# Example tutorial Notebook

This short introduction is meant to showcase how to use the Neg_Sel_Pred pipeline efficiently. 
We'll be going over an example data file that uses Fasta sequences of MHC binding regions, the peptide antigen, and the binding region of the TCell. The purpose of this tutorial is to get you familiarized with the expected input and output of the code.

The sample fasta files used will be MHCTutorial.fasta , PeptideTutorial.fasta , and BindingTutorial.fasta . These must be input into the command prompts as requested by the system when initialized. The data is based on real sequences aquired from the proteome exchange NIH library. 



**Purpose** 

The goal of this project is to create a software that models the process of negative selection via the comparison of binding strength between MHC molecules and the antigen they present and the binding strength between the mTEC molecule and the antigen being presented. Should time permit the project scope may expand beyond just this single set of interactions. This way multiple variable regions can be quickly tested against various potential peptide expressions to determine which undergo negative selection and which will avoid it all together.


**The data:**
- MHC I and II: Major histocompatability Complex molecules are found on antigen presenting cells.

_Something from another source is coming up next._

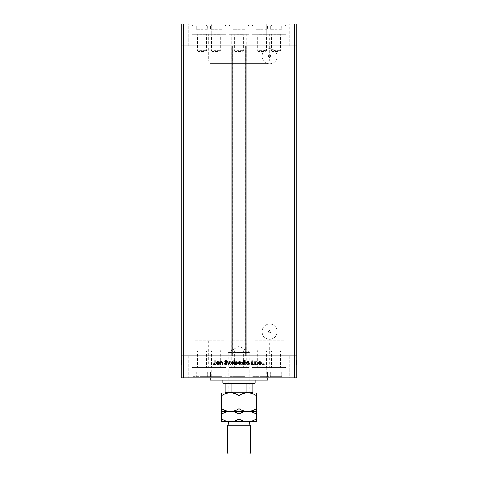 <?xml version="1.0" encoding="UTF-8"?>
<svg xmlns="http://www.w3.org/2000/svg" width="478" height="478" viewBox="0 0 478 478"><rect width="100%" height="100%" fill="white"/><g stroke="black" fill="none" stroke-linecap="round" stroke-linejoin="round"><path stroke-width="0.36" stroke-dasharray="2.39 1.79" d="M208.312 61.088L223.907 61.088L208.312 61.088L208.312 45.84L223.907 45.84L208.312 45.84L208.312 34.297L223.907 34.297L208.312 34.297M223.907 61.088L223.907 34.297M254.093 61.088L269.688 61.088L254.093 61.088L254.093 45.84L269.688 45.84L254.093 45.84L254.093 34.297L269.688 34.297L254.093 34.297M269.688 61.088L269.688 34.297M231.203 61.088L246.797 61.088L231.203 61.088L231.203 45.84L246.797 45.84L231.203 45.84L231.203 34.297L246.797 34.297L231.203 34.297M246.797 61.088L246.797 34.297M194.182 61.088L209.776 61.088L194.182 61.088L194.182 45.84L209.776 45.84L194.182 45.84L194.182 34.297L209.776 34.297L194.182 34.297M209.776 61.088L209.776 34.297M268.636 56.87L269.604 57.39C270.99 56.619 270.99 55.848 269.604 55.084L268.636 55.603L268.636 56.87A1.153 1.153 0 0 1 268.636 55.603M268.224 61.088L283.818 61.088L268.224 61.088L268.224 45.84L283.818 45.84L268.224 45.84L268.224 34.297L283.818 34.297L268.224 34.297M283.818 61.088L283.818 34.297M209.776 340.689L194.182 340.689L209.776 340.689L209.776 355.931L194.182 355.931L209.776 355.931L209.776 367.48L194.182 367.48L209.776 367.48M194.182 340.689L194.182 367.48M246.797 340.689L231.203 340.689L246.797 340.689L246.797 355.931L231.203 355.931L246.797 355.931L246.797 367.48L231.203 367.48L246.797 367.48M231.203 340.689L231.203 367.48M283.818 340.689L268.224 340.689L283.818 340.689L283.818 355.931L268.224 355.931L283.818 355.931L283.818 367.48L268.224 367.48L283.818 367.48M268.224 340.689L268.224 367.48M269.688 340.689L254.093 340.689L269.688 340.689L269.688 355.931L254.093 355.931L269.688 355.931L269.688 367.48L254.093 367.48L269.688 367.48M254.093 340.689L254.093 367.48M223.907 340.689L208.312 340.689L223.907 340.689L223.907 355.931L208.312 355.931L223.907 355.931L223.907 367.48L208.312 367.48L223.907 367.48M208.312 340.689L208.312 367.48M232.935 45.84L251.99 45.84L251.99 355.931L226.01 355.931L226.01 45.84L232.935 45.84M269.604 57.39A1.153 1.153 0 0 1 268.451 56.237A1.153 1.153 0 0 1 269.604 55.084A1.153 1.153 0 0 1 270.757 56.237A1.153 1.153 0 0 1 269.604 57.39M269.604 332.837A1.153 1.153 0 0 1 268.451 331.678A1.153 1.153 0 0 1 269.604 330.525A1.153 1.153 0 0 1 270.757 331.678A1.153 1.153 0 0 1 269.604 332.837A1.153 1.153 0 0 1 268.451 331.678A1.153 1.153 0 0 1 269.604 330.525A1.153 1.153 0 0 1 270.757 331.678A1.153 1.153 0 0 1 269.604 332.837M269.604 324.084A7.6 7.6 0 0 0 262.004 331.678A7.6 7.6 0 0 0 269.604 339.278A7.6 7.6 0 0 0 277.204 331.678A7.6 7.6 0 0 0 269.604 324.084A7.6 7.6 0 0 0 262.004 331.678A7.6 7.6 0 0 0 269.604 339.278A7.6 7.6 0 0 0 277.204 331.678A7.6 7.6 0 0 0 269.604 324.084M269.604 63.837A7.6 7.6 0 0 1 262.004 56.237A7.6 7.6 0 0 1 269.604 48.637A7.6 7.6 0 0 1 277.204 56.237A7.6 7.6 0 0 1 269.604 63.837A7.6 7.6 0 0 1 262.004 56.237A7.6 7.6 0 0 1 269.604 48.637A7.6 7.6 0 0 1 277.204 56.237A7.6 7.6 0 0 1 269.604 63.837M210.129 333.991L210.129 45.84L267.871 45.84L210.129 45.84L267.871 45.84L210.129 45.84L210.129 63.455L267.871 63.455L210.129 63.455L267.871 63.455L267.871 355.931L210.129 355.931L267.871 355.931L210.129 355.931L267.871 355.931L267.871 333.991L210.129 333.991L267.871 333.991M183.564 377.877L294.436 377.877L294.436 355.931L296.742 355.931L183.564 355.931L183.564 377.877L181.258 377.877L181.258 355.931L183.564 355.931L183.564 45.84L294.436 45.84L181.258 45.84L183.564 45.84L183.564 23.9L181.258 23.9L181.258 355.931L294.436 355.931L294.436 23.9L183.564 23.9M294.436 377.877L296.742 377.877L296.742 45.84L294.436 45.84L296.742 45.84L296.742 23.9L294.436 23.9M246.941 45.84L246.941 355.931M231.059 45.84L231.059 355.931M268.224 45.84L283.818 45.84L268.224 45.84M231.203 45.84L246.797 45.84L231.203 45.84M194.182 45.84L209.776 45.84L194.182 45.84M208.312 45.84L223.907 45.84L208.312 45.84M254.093 45.84L269.688 45.84L254.093 45.84M271.707 23.9L252.073 23.9L271.707 23.9L271.707 34.297L252.073 34.297L271.707 34.297M252.073 23.9L252.073 34.297M225.927 23.9L206.293 23.9L225.927 23.9L225.927 34.297L206.293 34.297L225.927 34.297M206.293 23.9L206.293 34.297M211.796 23.9L192.162 23.9L211.796 23.9L211.796 34.297L192.162 34.297L211.796 34.297M192.162 23.9L192.162 34.297M248.817 23.9L229.183 23.9L248.817 23.9L248.817 34.297L229.183 34.297L248.817 34.297M229.183 23.9L229.183 34.297M285.838 23.9L266.204 23.9L285.838 23.9L285.838 34.297L266.204 34.297L285.838 34.297M266.204 23.9L266.204 34.297M188.183 45.84L188.183 23.9L202.045 23.9L188.183 23.9L202.045 23.9L188.183 23.9L188.183 45.84L202.045 45.84L202.045 23.9L202.045 45.84L188.183 45.84M275.955 45.84L275.955 23.9L289.817 23.9L275.955 23.9L289.817 23.9L275.955 23.9L275.955 45.84L289.817 45.84L289.817 23.9L289.817 45.84L275.955 45.84M255.168 333.991L222.832 333.991L255.168 333.991L255.168 380.189L222.832 380.189L255.168 380.189L255.168 103.009L222.832 103.009L255.168 103.009M222.832 333.991L222.832 103.009M267.871 377.877L210.129 377.877L267.871 377.877M209.776 355.931L194.182 355.931L209.776 355.931M246.797 355.931L231.203 355.931L246.797 355.931M283.818 355.931L268.224 355.931L283.818 355.931M269.688 355.931L254.093 355.931L269.688 355.931M223.907 355.931L208.312 355.931L223.907 355.931M225.927 367.48L206.293 367.48L225.927 367.48L225.927 377.877L206.293 377.877L225.927 377.877M206.293 367.48L206.293 377.877M271.707 367.48L252.073 367.48L271.707 367.48L271.707 377.877L252.073 377.877L271.707 377.877M252.073 367.48L252.073 377.877M285.838 367.48L266.204 367.48L285.838 367.48L285.838 377.877L266.204 377.877L285.838 377.877M266.204 367.48L266.204 377.877M248.817 367.48L229.183 367.48L248.817 367.48L248.817 377.877L229.183 377.877L248.817 377.877M229.183 367.48L229.183 377.877M211.796 367.48L192.162 367.48L211.796 367.48L211.796 377.877L192.162 377.877L211.796 377.877M192.162 367.48L192.162 377.877M289.817 355.931L289.817 377.877L275.955 377.877L289.817 377.877L275.955 377.877L289.817 377.877L289.817 355.931L275.955 355.931L275.955 377.877L275.955 355.931L289.817 355.931M202.045 355.931L202.045 377.877L188.183 377.877L202.045 377.877L188.183 377.877L202.045 377.877L202.045 355.931L188.183 355.931L188.183 377.877L188.183 355.931L202.045 355.931M181.831 361.691L181.831 364.595L181.258 364.595L181.258 361.589L181.258 364.648L181.258 360.448L181.258 364.696L181.258 360.448L181.258 364.648L181.258 361.589L181.258 364.595L181.831 364.595L181.831 361.643L181.258 361.643L181.831 361.643L181.831 362.079L181.258 362.079L181.831 362.079L181.831 361.589L181.258 361.589L181.831 361.589L181.831 363.125L181.258 363.125L181.258 361.954L181.258 364.284L181.258 360.555L181.258 364.696L181.258 361.954L181.258 364.284L181.258 361.954L181.258 364.284L181.258 361.954L181.258 364.284L181.258 361.954L181.258 364.284L181.258 361.954L181.258 364.284L181.258 361.954L181.258 364.284L181.258 363.125L181.831 363.125L181.831 364.648L181.258 364.648L181.831 364.648L181.258 364.308L181.831 363.973L181.258 363.973L181.831 363.973L181.831 364.648L181.831 362.079L181.258 362.079L181.831 362.079L181.831 361.589L181.258 361.691M296.169 361.691L296.169 364.595L296.742 364.595L296.742 361.589L296.742 364.648L296.742 360.448L296.742 364.696L296.742 360.448L296.742 364.648L296.742 361.589L296.742 364.595L296.169 364.595L296.169 361.643L296.742 361.643L296.169 361.643L296.169 362.079L296.742 362.079L296.169 362.079L296.169 361.589L296.742 361.589L296.169 361.589L296.169 363.125L296.742 363.125L296.742 361.954L296.742 364.284L296.742 360.555L296.742 364.696L296.742 361.954L296.742 364.284L296.742 361.954L296.742 364.284L296.742 361.954L296.742 364.284L296.742 361.954L296.742 364.284L296.742 361.954L296.742 364.284L296.742 361.954L296.742 364.284L296.742 363.125L296.169 363.125L296.169 364.648L296.742 364.648L296.169 364.648L296.742 364.308L296.169 363.973L296.742 363.973L296.169 363.973L296.169 364.648L296.169 362.079L296.742 362.079L296.169 362.079L296.169 361.589L296.742 361.691M257.678 364.595L258.042 364.595L258.042 361.643L257.678 361.643L257.678 362.175L256.555 361.589L255.449 363.089L255.449 364.595L255.814 364.595L255.855 362.533L256.62 361.954L257.624 362.736L257.678 364.595L258.042 364.595L258.042 361.643L257.678 361.643L257.678 362.175L256.555 361.589L255.449 363.089L255.449 364.595L255.814 364.595L255.855 362.533L256.62 361.954L257.624 362.736L257.678 364.595M250.992 363.603L252.145 364.696L253.376 363.818L253.035 363.609L252.145 364.284L251.356 363.597L253.119 361.392L252.121 360.448L251.046 361.135L251.374 361.38L252.163 360.866L252.754 361.374L250.992 363.603L252.145 364.696L253.376 363.818L253.035 363.609L252.145 364.284L251.356 363.597L253.119 361.392L252.121 360.448L251.046 361.135L251.374 361.38L252.163 360.866L252.754 361.374L250.992 363.603M249.181 364.595L250.58 361.643L250.185 361.643L249.205 363.794L248.225 361.643L247.831 361.643L249.181 364.595L250.58 361.643L250.185 361.643L249.205 363.794L248.225 361.643L247.831 361.643L249.181 364.595M247.263 363.125L246.857 362.079L245.734 361.589L244.611 362.079L244.204 363.125L245.734 364.648L247.263 363.125L246.857 362.079L245.734 361.589L244.611 362.079L244.204 363.125L245.734 364.648L247.263 363.125M239.747 363.125L239.341 362.079L238.217 361.589L237.094 362.079L236.688 363.125L238.217 364.648L239.747 363.125L239.341 362.079L238.217 361.589L237.094 362.079L236.688 363.125L238.217 364.648L239.747 363.125M229.488 362.187L229.488 361.643L229.123 361.643L229.123 364.595L229.488 364.087L230.695 364.648L232.236 363.113L230.683 361.589L229.488 362.187L229.488 361.643L229.123 361.643L229.123 364.595L229.488 364.087L230.695 364.648L232.236 363.113L230.683 361.589L229.488 362.187M215.727 364.648L216.062 364.308L215.727 363.973L215.393 364.308L215.727 364.648L216.062 364.308L215.727 363.973L215.393 364.308L215.727 364.648M219.898 363.125L219.498 362.079L218.368 361.589L217.245 362.079L216.845 363.125L218.368 364.648L219.898 363.125L219.498 362.079L218.368 361.589L217.245 362.079L216.845 363.125L218.368 364.648L219.898 363.125M220.961 364.648L221.296 364.308L220.961 363.973L220.627 364.308L220.961 364.648L221.296 364.308L220.961 363.973L220.627 364.308L220.961 364.648M222.748 364.595L223.112 364.595L223.112 361.643L222.748 362.079L222.031 361.589L221.911 362.007L222.682 362.587L222.748 364.595L223.112 364.595L223.112 361.643L222.748 362.079L221.714 361.691L222.682 362.587L222.748 364.595M224.176 364.648L224.511 364.308L224.176 363.973L223.835 364.308L224.176 364.648L224.511 364.308L224.176 363.973L223.835 364.308L224.176 364.648M226.847 362.366L226.1 361.589L225.341 362.007L226.482 362.348L225.287 363.794L226.154 364.648L227.002 364.248L225.652 363.812L226.847 362.366L226.1 361.589L225.341 362.007L226.482 362.348L225.287 363.794L226.154 364.648L227.002 364.248L225.652 363.812L226.847 362.366M233.324 362.21L233.324 360.448L232.959 360.448L232.959 364.595L233.324 364.087L234.531 364.648L236.066 363.113L234.519 361.589L233.324 362.21L233.324 360.448L232.959 360.448L232.959 364.595L233.324 364.087L234.531 364.648L236.066 363.113L234.519 361.589L233.324 362.21M243.117 364.051L243.117 364.595L243.481 364.595L243.481 360.448L243.117 360.448L243.117 362.175L241.91 361.589L240.368 363.125L241.922 364.648L243.117 364.051L243.117 364.595L243.481 364.595L243.481 360.448L243.117 360.448L243.117 362.175L241.91 361.589L240.368 363.125L241.922 364.648L243.117 364.051M259.231 362.187L259.231 361.643L258.873 361.643L258.873 364.595L259.231 364.087L260.438 364.648L261.98 363.113L260.426 361.589L259.231 362.187L259.231 361.643L258.873 361.643L258.873 364.595L259.231 364.087L260.438 364.648L261.98 363.113L260.426 361.589L259.231 362.187M263.731 364.284L263.169 363.244L263.169 360.555L262.81 360.555L262.81 363.28L263.748 364.696L264.728 364.23L264.513 363.919L263.731 364.284L263.169 363.244L263.169 360.555L262.81 360.555L262.81 363.28L263.748 364.696L264.728 364.23L264.513 363.919L263.731 364.284M210.129 380.189L267.871 380.189M218.368 364.284L217.203 363.131L218.368 361.954L219.539 363.131L218.368 364.284L217.203 363.131L218.368 361.954L219.539 363.131L218.368 364.284M230.683 364.284L229.488 363.125L230.677 361.954L231.872 363.113L230.683 364.284L229.488 363.125L230.677 361.954L231.872 363.113L230.683 364.284M234.513 364.284L233.324 363.125L234.513 361.954L235.708 363.113L234.513 364.284L233.324 363.125L234.513 361.954L235.708 363.113L234.513 364.284M238.217 364.284L237.052 363.131L238.217 361.954L239.382 363.131L238.217 364.284L237.052 363.131L238.217 361.954L239.382 363.131L238.217 364.284M241.922 361.954L243.117 363.113L241.928 364.284L240.733 363.125L241.922 361.954L243.117 363.113L241.928 364.284L240.733 363.125L241.922 361.954M245.734 364.284L244.569 363.131L245.734 361.954L246.899 363.131L245.734 364.284L244.569 363.131L245.734 361.954L246.899 363.131L245.734 364.284M260.426 364.284L259.231 363.125L260.42 361.954L261.615 363.113L260.426 364.284L259.231 363.125L260.42 361.954L261.615 363.113L260.426 364.284M261.938 364.308L262.273 363.973L262.607 364.308L262.273 364.648L261.938 364.308M258.502 362.079L259.632 361.589L260.755 362.079L261.155 363.125L259.632 364.648L258.102 363.125L258.502 362.079M259.632 364.284L260.797 363.131L259.632 361.954L258.461 363.131L259.632 364.284M256.704 364.308L257.039 363.973L257.373 364.308L257.039 364.648L256.704 364.308M254.888 364.595L254.888 361.643L255.252 362.079L256.286 361.691L255.318 362.587L255.252 364.595L254.888 364.595M253.489 364.308L253.824 363.973L254.165 364.308L253.824 364.648L253.489 364.308M251.9 361.589L252.659 362.007L251.518 362.348L252.713 363.794L251.846 364.648L250.998 364.248L252.348 363.812L251.153 362.366L251.9 361.589M248.512 361.643L248.877 361.643L248.877 364.595L248.512 364.087L247.305 364.648L245.764 363.113L247.317 361.589L248.512 362.187L248.512 361.643M247.317 364.284L248.512 363.125L247.323 361.954L246.128 363.113L247.317 364.284M244.676 360.448L245.041 360.448L245.041 364.595L244.676 364.087L243.469 364.648L241.934 363.113L243.481 361.589L244.676 362.21L244.676 360.448M243.487 364.284L244.676 363.125L243.487 361.954L242.292 363.113L243.487 364.284M238.659 362.079L239.783 361.589L240.906 362.079L241.312 363.125L239.783 364.648L238.253 363.125L238.659 362.079M239.783 364.284L240.948 363.131L239.783 361.954L238.618 363.131L239.783 364.284M234.883 364.595L234.519 364.595L234.519 360.448L234.883 360.448L234.883 362.175L236.09 361.589L237.632 363.125L236.078 364.648L234.883 364.051L234.883 364.595M236.078 361.954L234.883 363.113L236.072 364.284L237.267 363.125L236.078 361.954M231.143 362.079L232.266 361.589L233.389 362.079L233.796 363.125L232.266 364.648L230.737 363.125L231.143 362.079M232.266 364.284L233.431 363.131L232.266 361.954L231.101 363.131L232.266 364.284M228.771 364.595L227.42 361.643L227.815 361.643L228.795 363.794L229.775 361.643L230.169 361.643L228.771 364.595M225.855 364.696L224.624 363.818L224.965 363.609L225.855 364.284L226.644 363.597L224.881 361.392L225.879 360.448L226.954 361.135L226.626 361.38L225.837 360.866L225.246 361.374L227.008 363.603L225.855 364.696M219.958 364.595L219.958 361.643L220.322 361.643L220.322 362.175L221.445 361.589L222.551 363.089L222.551 364.595L222.186 364.595L222.145 362.533L221.38 361.954L220.376 362.736L220.322 364.595L219.958 364.595M218.769 361.643L219.127 361.643L219.127 364.595L218.769 364.087L217.562 364.648L216.02 363.113L217.574 361.589L218.769 362.187L218.769 361.643M217.574 364.284L218.769 363.125L217.58 361.954L216.385 363.113L217.574 364.284M214.831 363.244L214.831 360.555L215.19 360.555L215.19 363.28L214.252 364.696L213.272 364.23L213.487 363.919L214.269 364.284L214.831 363.244M296.169 362.617L296.169 364.648L296.169 363.125L296.742 363.131L296.169 363.131L296.169 361.954L296.742 361.954L296.169 361.954L296.742 361.954L296.169 361.954L296.169 362.348L296.742 362.348L296.169 362.617L296.742 362.617M296.169 362.82L296.169 364.648L296.169 363.113L296.169 364.284L296.742 364.284L296.169 364.308L296.742 364.308L296.169 364.308L296.742 364.308L296.169 364.284L296.169 363.812L296.742 363.812L296.169 363.818L296.742 363.525L296.169 363.525L296.742 363.22L296.169 363.208L296.169 362.82L296.742 362.82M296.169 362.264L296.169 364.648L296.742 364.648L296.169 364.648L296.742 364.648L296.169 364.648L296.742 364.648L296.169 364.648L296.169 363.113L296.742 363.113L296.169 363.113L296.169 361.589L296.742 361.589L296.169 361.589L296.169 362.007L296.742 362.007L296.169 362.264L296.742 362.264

These regulate immune responses of the body and make sure that immune cells don't initiate auto-immune responses against the body's own immune system. 

- Variable Regions of T-Cell Receptor molecules: Bind to antigens and plays a role in the adaptive immune response.

- Peptide antigen: Binds to MHC and binds to the variable region of the T-Cell receptor. 

**Steps**
- Enter corresponding Fasta files when prompted
- See output printed out into results file

In [24]:
import numpy as np
import pandas as pd
import math
import sys
import copy
import pprint
from MainCode import negative_sel_project as nsp

In [25]:
print("Input the location of the MHC file you want to read in")
string1 = input()
print("Input the location of the Peptide file you want to read in")
string2 = input()
print("Input the location of the Binding Site file you want to read in")
string3 = input()
print("Input the location of the AA Table file you want to read in")
string4 = input()

#Read in Amino Acid Strings
MHC = open(string1).read() 
Peptide = open(string2).read()
Binding = open(string3).read()

AA_Table = nsp.AA_import_todict(string4)


MHCCon = []
PeptideCon = []
BindingCon = []
MHCCon,MHC,PeptideCon,Peptide,BindingCon,Binding = nsp.convertAA(MHC,Peptide,Binding,AA_Table)
#Folding for the first peptide sequence    
#Code 
print("This is the Protein")
MaxPMHC, MHCFace = nsp.createLattice(MHC,MHCCon)
print("This is the Peptide")
MaxPPeptide,PeptideFace = nsp.createLattice(Peptide,PeptideCon)
print("This is the Variable Region")
MaxPBinding,BindingFace = nsp.createLattice(Binding,BindingCon)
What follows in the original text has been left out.